Material shown below:

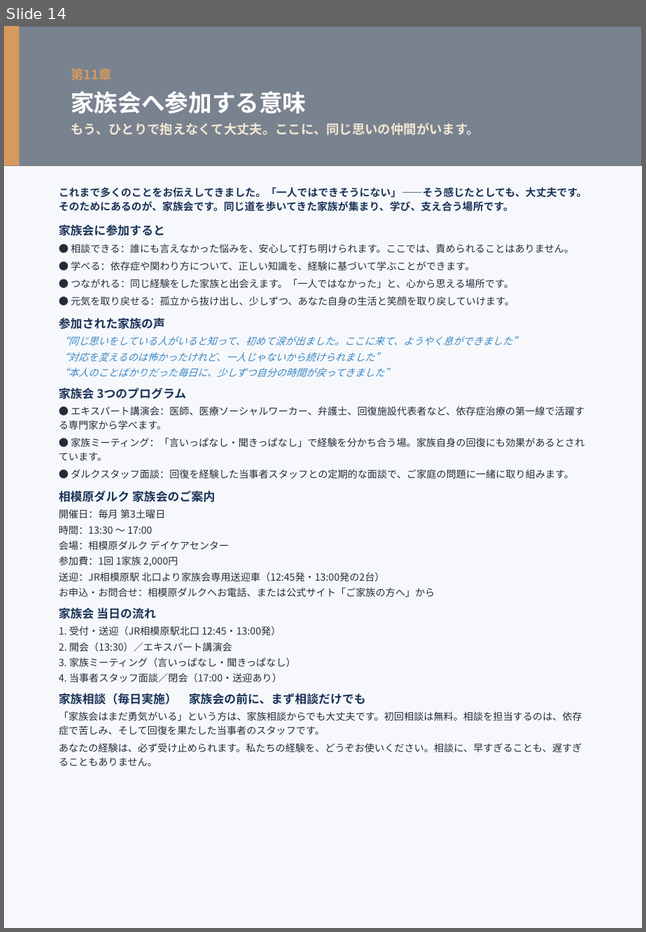
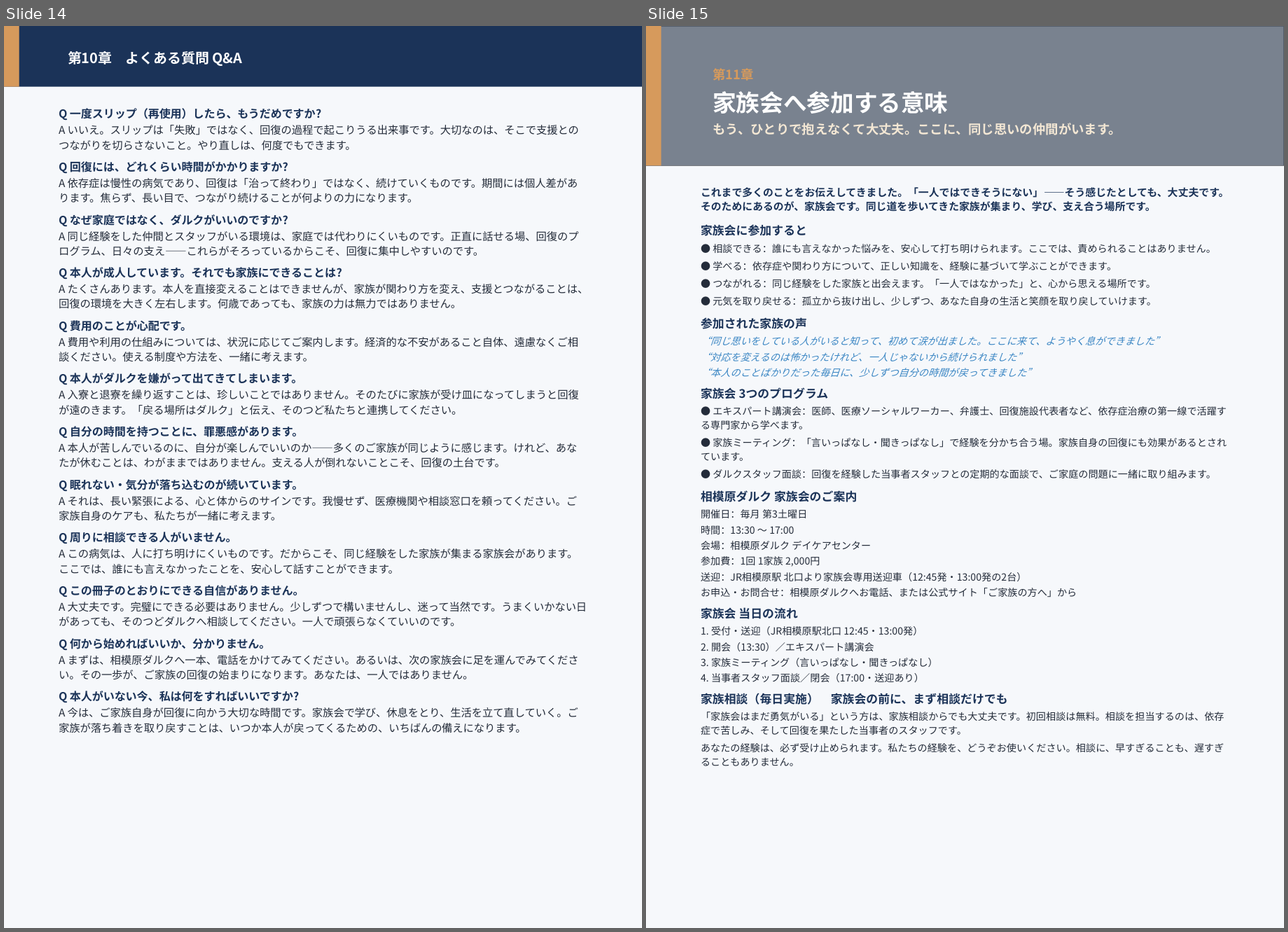
Before and after one commit to hiderock84-sys/darca, a slide deck: public/manual-1page.pptx. Shown side by side, each under a label of ours: slide 14 before the commit, slides 14 and 15 after it. The pictures are 646x932 and 1288x932 pixels, drawn with LibreOffice and Linux fonts; fonts in the diff are those of the drawing; grey boxes stand for pictures. Boxes give left, top, right and bottom in pixels: in the first picture for what was removed or moved away, otherwise in the second. Text is boxed around its words. In the diff, an @@ line names an element or a change of style, - is before the commit and + after.

```diff
--- a/public/manual-1page.pptx
+++ b/public/manual-1page.pptx
@@ slide 14 added at (4,26,642,928), background #FFFFFF @@
@@ rectangle added at (4,26,642,928), fill #F6F8FB @@
@@ rectangle added at (4,26,642,87), fill #1B3358 @@
@@ rectangle added at (4,26,19,87), fill #D69A5C @@
@@ text added at (68,51,242,66), 13 pt, text #FFFFFF, bold @@
+第10章 よくある質問 Q&A
@@ text added at (59,108,588,733), 10 pt, text #242C3A @@
+Q 一度スリップ（再使用）したら、もうだめですか?
+A いいえ。スリップは「失敗」ではなく、回復の過程で起こりうる出来事です。大切なのは、そこで支援とのつながりを切らさないこと。やり直しは、何度でもできます。
+Q 回復には、どれくらい時間がかかりますか?
+A 依存症は慢性の病気であり、回復は「治って終わり」ではなく、続けていくものです。期間には個人差があります。焦らず、長い目で、つながり続けることが何よりの力になります。
+Q なぜ家庭ではなく、ダルクがいいのですか?
+A 同じ経験をした仲間とスタッフがいる環境は、家庭では代わりにくいものです。正直に話せる場、回復のプログラム、日々の支え——これらがそろっているからこそ、回復に集中しやすいのです。
+Q 本人が成人しています。それでも家族にできることは?
+A たくさんあります。本人を直接変えることはできませんが、家族が関わり方を変え、支援とつながることは、回復の環境を大きく左右します。何歳であっても、家族の力は無力ではありません。
+Q 費用のことが心配です。
+A 費用や利用の仕組みについては、状況に応じてご案内します。経済的な不安があること自体、遠慮なくご相談ください。使える制度や方法を、一緒に考えます。
+Q 本人がダルクを嫌がって出てきてしまいます。
+A 入寮と退寮を繰り返すことは、珍しいことではありません。そのたびに家族が受け皿になってしまうと回復が遠のきます。「戻る場所はダルク」と伝え、そのつど私たちと連携してください。
+Q 自分の時間を持つことに、罪悪感があります。
+A 本人が苦しんでいるのに、自分が楽しんでいいのか——多くのご家族が同じように感じます。けれど、あなたが休むことは、わがままではありません。支える人が倒れないことこそ、回復の土台です。
+Q 眠れない・気分が落ち込むのが続いています。
+A それは、長い緊張による、心と体からのサインです。我慢せず、医療機関や相談窓口を頼ってください。ご家族自身のケアも、私たちが一緒に考えます。
+Q 周りに相談できる人がいません。
+A この病気は、人に打ち明けにくいものです。だからこそ、同じ経験をした家族が集まる家族会があります。ここでは、誰にも言えなかったことを、安心して話すことができます。
+Q この冊子のとおりにできる自信がありません。
+A 大丈夫です。完璧にできる必要はありません。少しずつで構いませんし、迷って当然です。うまくいかない日があっても、そのつどダルクへ相談してください。一人で頑張らなくていいのです。
+Q 何から始めればいいか、分かりません。
+A まずは、相模原ダルクへ一本、電話をかけてみてください。あるいは、次の家族会に足を運んでみてください。その一歩が、ご家族の回復の始まりになります。あなたは、一人ではありません。
+Q 本人がいない今、私は何をすればいいですか?
+A 今は、ご家族自身が回復に向かう大切な時間です。家族会で学び、休息をとり、生活を立て直していく。ご家族が落ち着きを取り戻すことは、いつか本人が戻ってくるための、いちばんの備えになります。
@@ what was slide 14 is now slide 15 @@
```
Also in this commit, not shown: 8 slides changed, 2 other files.

End of Material shown.

» Description of the task: Every line of the listing above is to be set down verbatim, without the pictures.

» Response to the exercise:
Before and after one commit to hiderock84-sys/darca, a slide deck: public/manual-1page.pptx. Shown side by side, each under a label of ours: slide 14 before the commit, slides 14 and 15 after it. The pictures are 646x932 and 1288x932 pixels, drawn with LibreOffice and Linux fonts; fonts in the diff are those of the drawing; grey boxes stand for pictures. Boxes give left, top, right and bottom in pixels: in the first picture for what was removed or moved away, otherwise in the second. Text is boxed around its words. In the diff, an @@ line names an element or a change of style, - is before the commit and + after.

```diff
--- a/public/manual-1page.pptx
+++ b/public/manual-1page.pptx
@@ slide 14 added at (4,26,642,928), background #FFFFFF @@
@@ rectangle added at (4,26,642,928), fill #F6F8FB @@
@@ rectangle added at (4,26,642,87), fill #1B3358 @@
@@ rectangle added at (4,26,19,87), fill #D69A5C @@
@@ text added at (68,51,242,66), 13 pt, text #FFFFFF, bold @@
+第10章 よくある質問 Q&A
@@ text added at (59,108,588,733), 10 pt, text #242C3A @@
+Q 一度スリップ（再使用）したら、もうだめですか?
+A いいえ。スリップは「失敗」ではなく、回復の過程で起こりうる出来事です。大切なのは、そこで支援とのつながりを切らさないこと。やり直しは、何度でもできます。
+Q 回復には、どれくらい時間がかかりますか?
+A 依存症は慢性の病気であり、回復は「治って終わり」ではなく、続けていくものです。期間には個人差があります。焦らず、長い目で、つながり続けることが何よりの力になります。
+Q なぜ家庭ではなく、ダルクがいいのですか?
+A 同じ経験をした仲間とスタッフがいる環境は、家庭では代わりにくいものです。正直に話せる場、回復のプログラム、日々の支え——これらがそろっているからこそ、回復に集中しやすいのです。
+Q 本人が成人しています。それでも家族にできることは?
+A たくさんあります。本人を直接変えることはできませんが、家族が関わり方を変え、支援とつながることは、回復の環境を大きく左右します。何歳であっても、家族の力は無力ではありません。
+Q 費用のことが心配です。
+A 費用や利用の仕組みについては、状況に応じてご案内します。経済的な不安があること自体、遠慮なくご相談ください。使える制度や方法を、一緒に考えます。
+Q 本人がダルクを嫌がって出てきてしまいます。
+A 入寮と退寮を繰り返すことは、珍しいことではありません。そのたびに家族が受け皿になってしまうと回復が遠のきます。「戻る場所はダルク」と伝え、そのつど私たちと連携してください。
+Q 自分の時間を持つことに、罪悪感があります。
+A 本人が苦しんでいるのに、自分が楽しんでいいのか——多くのご家族が同じように感じます。けれど、あなたが休むことは、わがままではありません。支える人が倒れないことこそ、回復の土台です。
+Q 眠れない・気分が落ち込むのが続いています。
+A それは、長い緊張による、心と体からのサインです。我慢せず、医療機関や相談窓口を頼ってください。ご家族自身のケアも、私たちが一緒に考えます。
+Q 周りに相談できる人がいません。
+A この病気は、人に打ち明けにくいものです。だからこそ、同じ経験をした家族が集まる家族会があります。ここでは、誰にも言えなかったことを、安心して話すことができます。
+Q この冊子のとおりにできる自信がありません。
+A 大丈夫です。完璧にできる必要はありません。少しずつで構いませんし、迷って当然です。うまくいかない日があっても、そのつどダルクへ相談してください。一人で頑張らなくていいのです。
+Q 何から始めればいいか、分かりません。
+A まずは、相模原ダルクへ一本、電話をかけてみてください。あるいは、次の家族会に足を運んでみてください。その一歩が、ご家族の回復の始まりになります。あなたは、一人ではありません。
+Q 本人がいない今、私は何をすればいいですか?
+A 今は、ご家族自身が回復に向かう大切な時間です。家族会で学び、休息をとり、生活を立て直していく。ご家族が落ち着きを取り戻すことは、いつか本人が戻ってくるための、いちばんの備えになります。
@@ what was slide 14 is now slide 15 @@
```
Also in this commit, not shown: 8 slides changed, 2 other files.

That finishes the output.